Arrow Electronics (ARW) Director Reports 222.29‑Share Equity Settlement
Rhea-AI Filing Summary
Andrew Charles Kerin, a director of Arrow Electronics, Inc. (ARW), reported a non‑derivative acquisition on 08/15/2025 that increased his direct common stock holdings. The filing shows 222.29 shares issued in settlement of Deferred Stock Units under the company’s Non‑Employee Directors Deferred Compensation Plan, settled one‑for‑one into common stock. The reported per‑share price associated with the units is $123.71, and following the transaction Mr. Kerin beneficially owns 13,983.06 shares directly. The Form 4 was signed by an attorney‑in‑fact on behalf of the reporting person on 08/18/2025.
Positive
- Director equity alignment: 222.29 Deferred Stock Units converted to common stock, increasing direct ownership to 13,983.06 shares
- Compensation settled in equity: Use of one‑for‑one settlement from the Non‑Employee Directors Deferred Compensation Plan preserves cash
Negative
- None.
Insights
TL;DR: Routine director compensation conversion into common stock; modest increase to insider ownership but no new cash purchase disclosed.
The report documents a standard conversion of Deferred Stock Units to common stock for a non‑employee director. This increases the director’s direct share count to 13,983.06 shares and reflects equity‑based compensation being settled in stock rather than cash. There is no indication of a separate open‑market purchase or sale, nor of any change to total outstanding shares disclosed here. For investors, this is a governance/compensation housekeeping item rather than a material corporate event.

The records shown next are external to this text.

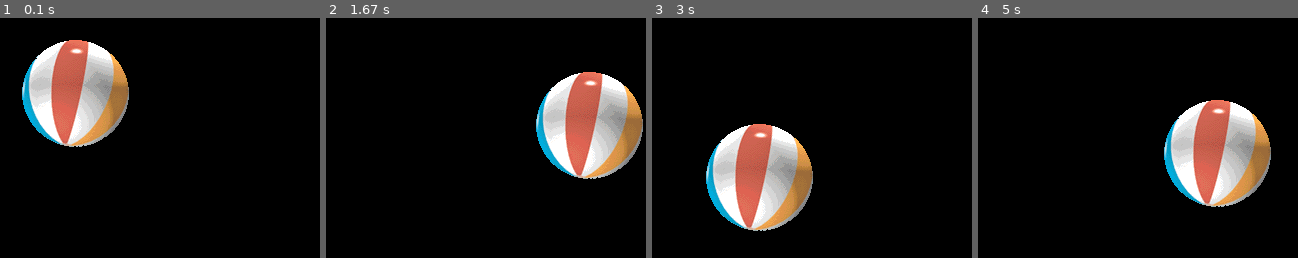
Above: before the commit, frames 1-4 (left to right).
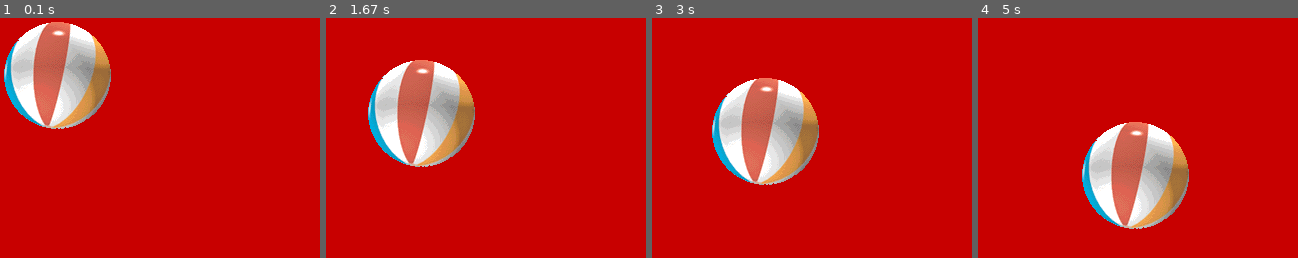
Above: after the commit, the same moments.

Repository: neromike2/pygame_test
Game: pygame game, started from main.py
Same seed, same stepped clock (60 frames per second), same inputs: the game is played once before the commit and once after it.
Inputs:
- Up to frame 1 (0.1 s): no input
- Up to frame 2 (1.67 s): tap Space at 0.33, 0.73, 1.03, 1.23, 1.57 s
- Up to frame 3 (3 s): tap Space at 1.87, 2.07, 2.37, 2.63, 2.97 s
- Up to frame 4 (5 s): tap Space at 3.4, 3.8, 4.1, 4.47, 4.87 s

The runs differ from the first frame. In frame 1, 99% of the frame differs, in the area x 0-100%, y 0-100%; in frame 2, 100%; in frame 3, 98%; in frame 4, 100%.

Commit message:
slow the ball down ability to pause ball with space bar

Diff:
--- a/main.py
+++ b/main.py
@@ -4,18 +4,40 @@
 pygame.display.set_caption('test caption')
 
 size = width, height = 320, 240
-speed = [2, 2]
-black = 0, 0, 0
-
+ball_speed = 2
+speed = [ball_speed, ball_speed]
+ball_speed_curr = speed
+black = 200, 0, 0
+ballSize= 10
 screen = pygame.display.set_mode(size)
-
+GameSpeed=20
 ball = pygame.image.load("intro_ball.gif")
 ballrect = ball.get_rect()
+space_pressed = False
+ball_moving = True
 
 while 1:
+    GameClock=pygame.time.Clock()
     for event in pygame.event.get():
         if event.type == pygame.QUIT: sys.exit()
 
+        if event.type == pygame.KEYDOWN and pygame.K_SPACE and space_pressed == False:
+            space_pressed = True
+        if space_pressed and event.type == pygame.KEYUP:
+            space_pressed = False
+
+    if space_pressed:
+        if ball_moving:
+            ball_speed_curr = speed[:]
+            speed[0] = 0
+            speed[1] = 0
+            ball_moving = False
+        else:
+            speed = ball_speed_curr[:]
+            ball_moving = True
+        space_pressed = False
+
+    GameClock.tick(GameSpeed)
     ballrect = ballrect.move(speed)
     if ballrect.left < 0 or ballrect.right > width:
         speed[0] = -speed[0]
@@ -25,3 +47,4 @@
     screen.fill(black)
     screen.blit(ball, ballrect)
     pygame.display.flip()
+pygame.quit()

TL;DR: Standard deferred‑compensation settlement for a director; aligns with typical non‑employee director pay practices.
The Form 4 shows Deferred Stock Units issued under the company’s Non‑Employee Directors Deferred Compensation Plan and settled one‑for‑one into common stock. This is a routine mechanism to compensate directors and to provide long‑term alignment with shareholders. The filing was executed through an attorney‑in‑fact, which is common for administrative filings. There are no governance red flags or unusual transfer structures evident in the disclosure.